__Work task__
Could you print only the lines from the one containing "return corners.add(eave).fillet(edge_radius)" through the end of the listing below, unchanged?

__Data__
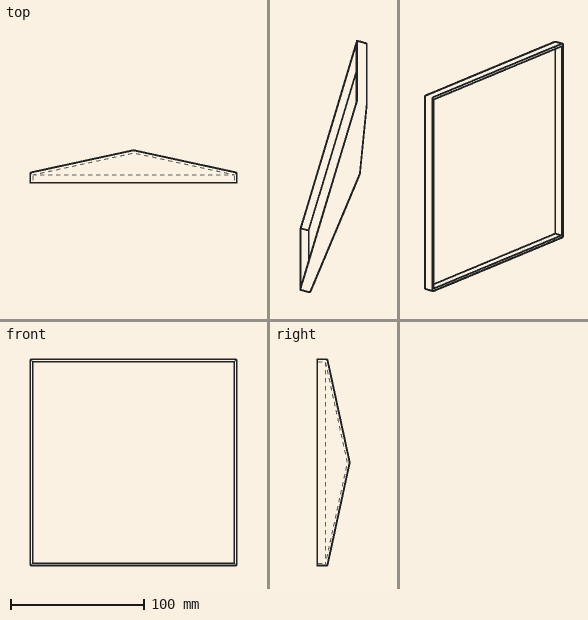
import cadquery as cq
import math

outer_width = 155.0
total_depth = 24.5
wall = 2.0
eave_depth = 7.7
edge_radius = 1.5

opening_width = outer_width - 2 * wall
roof_slope = (total_depth - eave_depth) / (outer_width / 2)
roof_thickness_along_y = wall * math.hypot(1, roof_slope)
inner_apex_depth = total_depth - roof_thickness_along_y
inner_eave_depth = inner_apex_depth - roof_slope * opening_width / 2


def gable_prism(width, eave, apex):
    """Five-sided gable profile in XY, extruded along Z and centred on the Z axis."""
    half = width / 2
    profile = [(-half, 0), (half, 0), (half, eave), (0, apex), (-half, eave)]
    return cq.Workplane("XY").polyline(profile).close().extrude(half, both=True)


def pyramid_block(width, eave, apex):
    """Square block with a pyramid roof: two gable prisms crossed at a right angle."""
    gable = gable_prism(width, eave, apex)
    return gable.intersect(gable.rotate((0, 0, 0), (0, 1, 0), 90))


def rounded_body():
    """Outer block with its four corners and its eave rounded."""
    block = pyramid_block(outer_width, eave_depth, total_depth)
    corners = block.edges("|Y")
    eave = block.edges("|X or |Z").edges(">Y")
    return corners.add(eave).fillet(edge_radius)


def cavity():
    """Inner pyramid block that leaves an even wall and opens at the rim."""
    return pyramid_block(opening_width, inner_eave_depth, inner_apex_depth)


result = rounded_body().cut(cavity())

__Response area__
    return corners.add(eave).fillet(edge_radius)


def cavity():
    """Inner pyramid block that leaves an even wall and opens at the rim."""
    return pyramid_block(opening_width, inner_eave_depth, inner_apex_depth)


result = rounded_body().cut(cavity())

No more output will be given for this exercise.